MillerCoors will combine the U.S. operations of Molson Coors and SABMiller. Here are key facts about the new joint venture:

* Economic ownership:

SABMiller 58%

Molson Coors 42%

* Board makeup:

SABMiller 50%

Molson Coors 50%

* Brands: Coors Light, Coors Banquet, Keystone, Blue Moon, Molson Canadian, Miller Lite, Miller Genuine Draft, Miller High Life, Leinenkugel's, Pilsner Urquell

* Breweries: Eight, including six Miller and two Coors

* 2007 revenue: $6.6 billion combined

* 2007 beer shipments to wholesalers: 69 million barrels combined

* Total employees at deal closing: About 10,000

* Years of brewing history: 288 combined

Notable quotes

* On the impact of the U.S. brewing industry:

"It would be difficult to overstate the impact of this combination on all tiers of the U.S. brewing industry. The companies call the effort 'logical,' and it is hard to argue otherwise."

Carlos Laboy and Anthony Bucalo, Credit Suisse analysts

* On workers at Miller being unionized: "Our position has been and will continue to be that employees can choose whether they think they need representation or not."

Leo Kiely, incoming MillerCoors CEO

* On pending layoffs:

"We are still in the planning process and don't have final job loss numbers."

Kabira Hatland, Coors Brewing spokeswoman

* On the challenge:

"Their biggest challenge is integrating these two very disparate corporate cultures and making a smooth running machine."

Benj Steinman, publisher of trade publication "Beer Marketer's Insights"

Comments

  • June 28, 2008

    8:15 a.m.

    Suggest removal

    SteveM writes:

    Why do all Colorado companies get merged up and moved? Coca-Cola would never move out of Atlanta. Don't these people have any loyalty to the communities? This is a sad, sad day in Colorado. MillerCoors is a dumb and very bad idea. Merging up to compete has never been demonstrated to be a good idea down the road. It sounds good in the beginning and is loved by Wall Street. But, really, it's all about homogenization which does not increase market share. This new company will have a combined market share that is still lower than AB. Hmm. So what? Who cares? Are they both profiting? Are they both employing? Why do they have to have the biggest market share?

  • June 28, 2008

    9:37 a.m.

    Suggest removal

    jacka writes:

    Whoa there stevem, you forgot to rail on the eco justice angle and worker rights. You sound like a commie winer.
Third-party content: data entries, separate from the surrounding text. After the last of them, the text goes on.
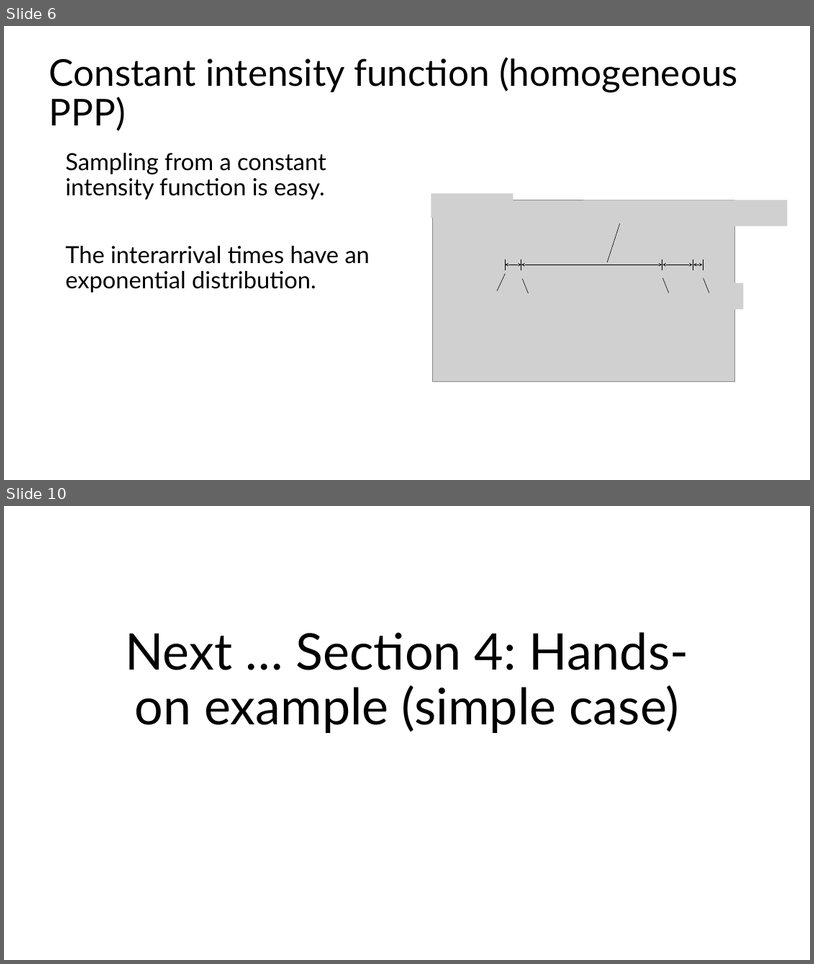
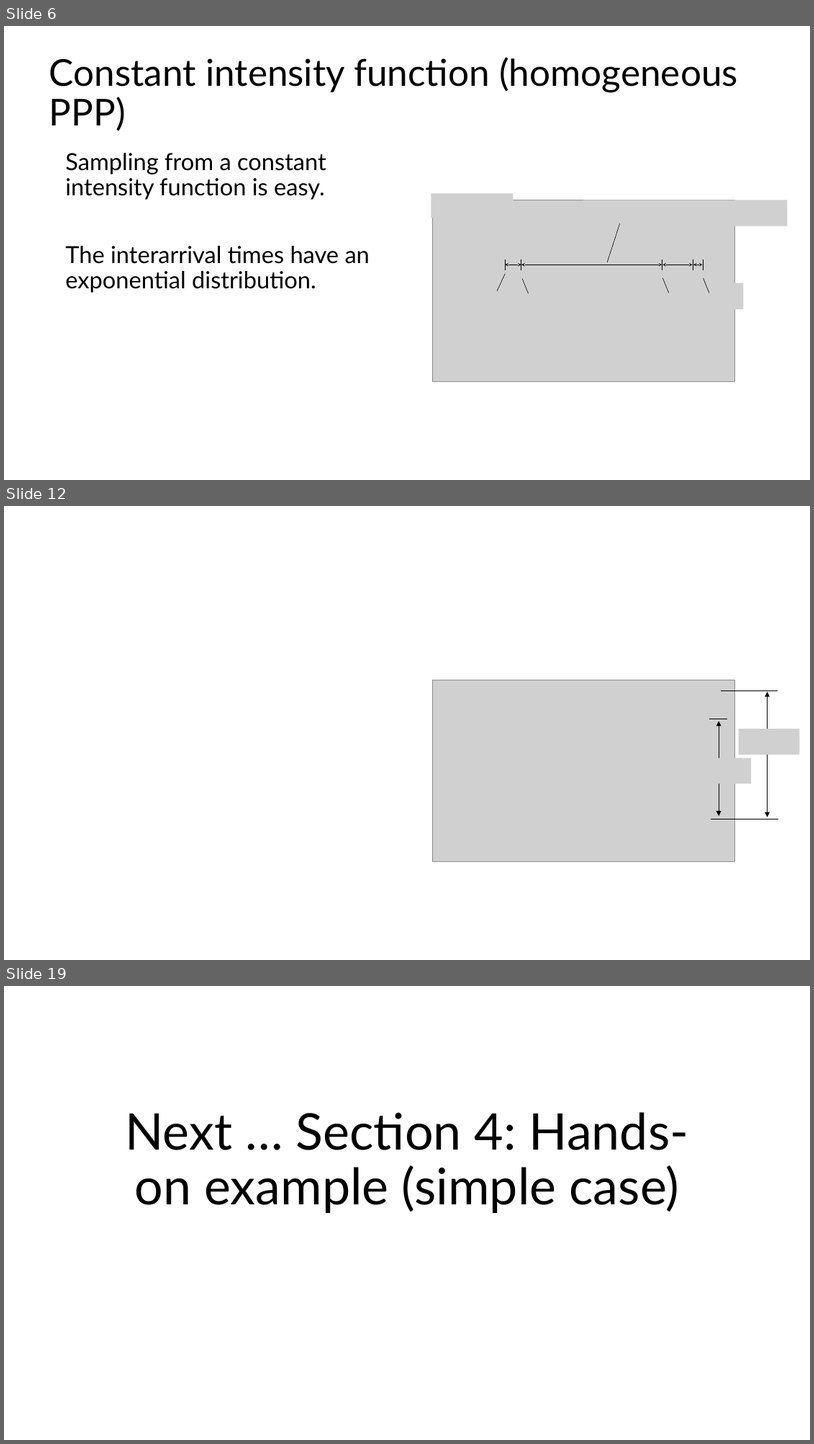
Before and after one commit to ttrikalin/des-R-course, a slide deck: materials/03_Sampling.pptx. Shown one above the other, each under a label of ours: slides 6 and 10 before the commit, slides 6, 12 and 19 after it; the slides between them are not shown. The pictures are 814x964 and 814x1444 pixels, drawn with LibreOffice and Linux fonts; fonts in the diff are those of the drawing; grey boxes stand for pictures. Boxes give left, top, right and bottom in pixels: in the first picture for what was removed or moved away, otherwise in the second. Text is boxed around its words. In the diff, an @@ line names an element or a change of style, - is before the commit and + after.

```diff
--- a/materials/03_Sampling.pptx
+++ b/materials/03_Sampling.pptx
@@ slide 12 added at (4, 506, 810, 960), background #FFFFFF @@
@@ picture added at (432, 680, 735, 862) @@
@@ line added from (721, 690) to (778, 690), #000000 1 pt @@
@@ double arrow added from (768, 692) to (768, 817), #000000 1 pt @@
@@ line added from (710, 719) to (728, 719), #000000 1 pt @@
@@ double arrow added from (719, 721) to (719, 816), #000000 1 pt @@
@@ picture added at (739, 728, 800, 754) @@
@@ picture added at (691, 758, 751, 784) @@
@@ line added from (711, 819) to (779, 819), #000000 1 pt @@
@@ what was slide 10 is now slide 19 @@
```
Also in this commit, not shown: 4 slides changed, 9 other slides added, 1 slide removed, 20 other files.

    Here is to more private for-profit investing via LLCs, non public cos., tax sheltering vehicles and partnerships. Too bad our Colorado business environment is so anti-business.

    Ever wonder why TX has hundreds to public and private corporations located in hot and dry TX.

  • June 28, 2008

    10:28 p.m.

    Suggest removal

    warrengfunk7 writes:

    Neutral???
    Either the Headquarters will be in Denver, or nowhere at all. Any other location is NOT acceptable. It wouldn't be in Golden or Milwaukee, it would be in Downtown Denver. No to Chicago, that is as neutral to Milwaukee and Denver is to Golden. Denver cannot stand by and allow another one of it's fortune 500 companies to relocate to Chicago or Dallas. It must be prevented, no matter the cost.

  • June 29, 2008

    8:33 a.m.

    Suggest removal

    blacksho89 writes:

    Alas, as a Golden native and long time Coors drinker, the alliance with SA Miller has forced me to change brands. Miller is a sponsor of a group that uses hateful imagery to denigrate other groups. As a proud progressive, I must therefore boycott this company.